*** Begin section ***

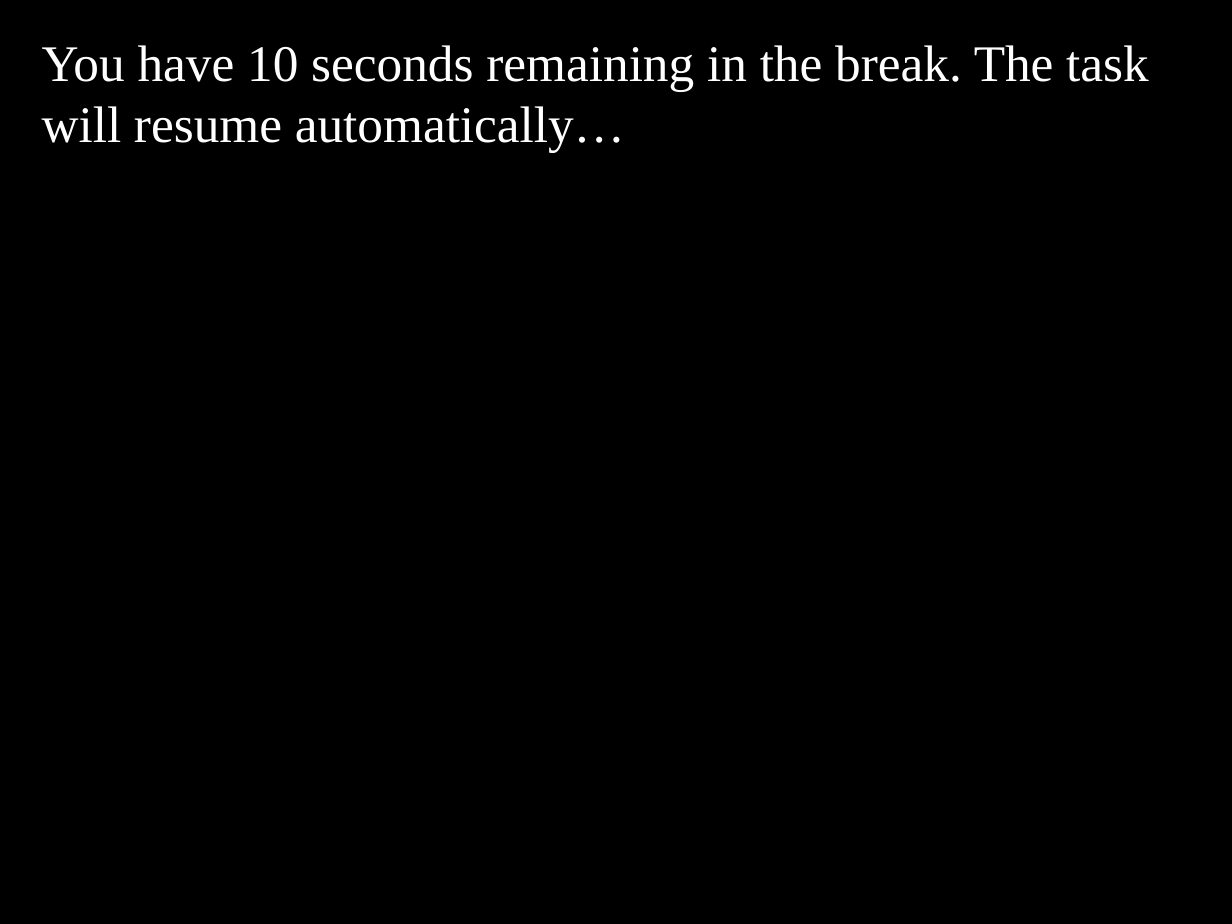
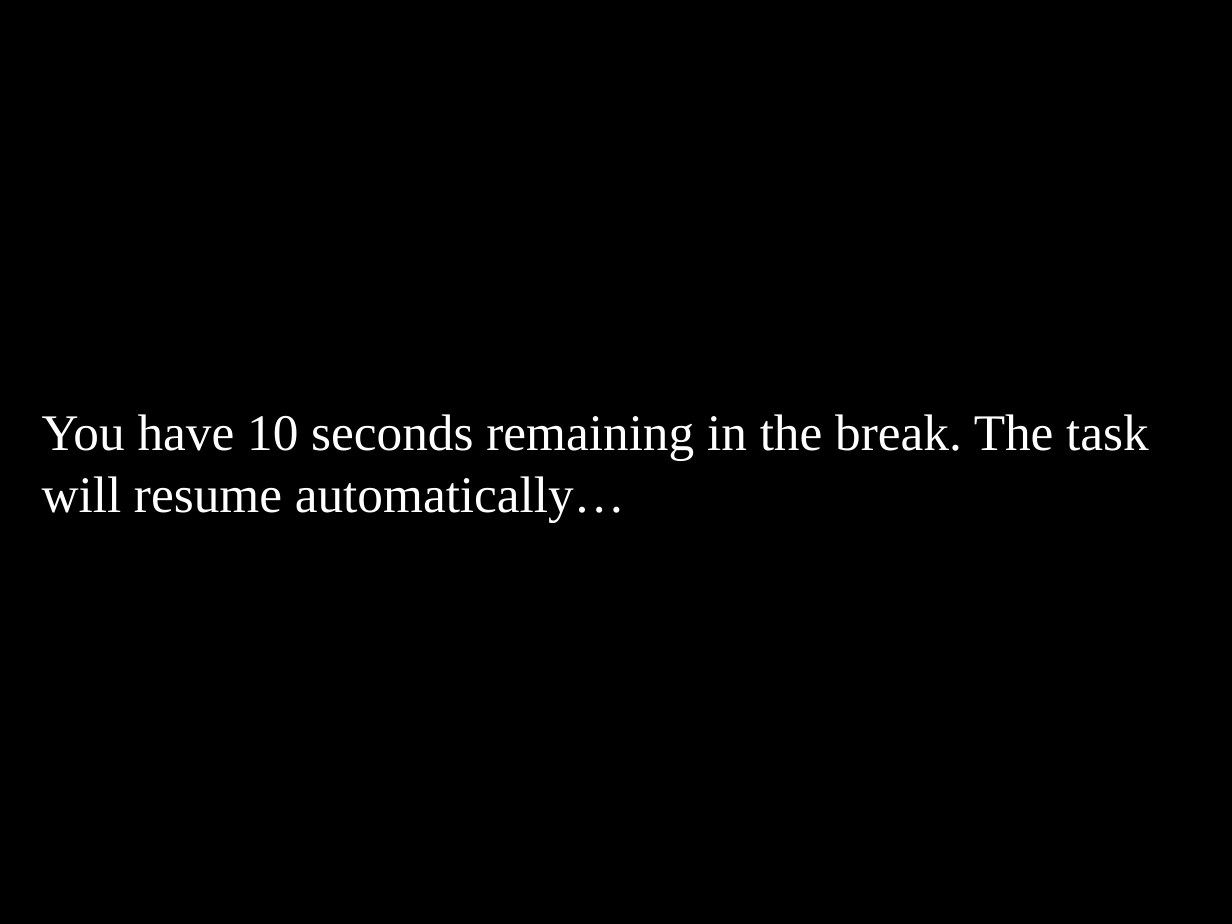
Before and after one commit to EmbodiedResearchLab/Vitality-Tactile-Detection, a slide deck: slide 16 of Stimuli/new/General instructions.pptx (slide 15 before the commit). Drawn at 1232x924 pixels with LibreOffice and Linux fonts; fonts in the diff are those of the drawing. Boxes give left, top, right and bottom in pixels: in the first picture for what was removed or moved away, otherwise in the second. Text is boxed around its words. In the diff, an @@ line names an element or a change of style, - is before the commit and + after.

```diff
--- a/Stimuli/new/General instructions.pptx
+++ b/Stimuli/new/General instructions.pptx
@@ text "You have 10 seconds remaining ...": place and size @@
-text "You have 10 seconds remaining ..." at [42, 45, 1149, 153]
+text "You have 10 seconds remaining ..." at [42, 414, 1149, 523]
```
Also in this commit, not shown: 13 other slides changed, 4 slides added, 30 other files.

*** End section ***

INSTRUCTIONS TO FOLLOW: Every line of the listing that includes the word "Stimuli" must be copied.

EXERCISE RESULT:
Before and after one commit to EmbodiedResearchLab/Vitality-Tactile-Detection, a slide deck: slide 16 of Stimuli/new/General instructions.pptx (slide 15 before the commit). Drawn at 1232x924 pixels with LibreOffice and Linux fonts; fonts in the diff are those of the drawing. Boxes give left, top, right and bottom in pixels: in the first picture for what was removed or moved away, otherwise in the second. Text is boxed around its words. In the diff, an @@ line names an element or a change of style, - is before the commit and + after.
--- a/Stimuli/new/General instructions.pptx
+++ b/Stimuli/new/General instructions.pptx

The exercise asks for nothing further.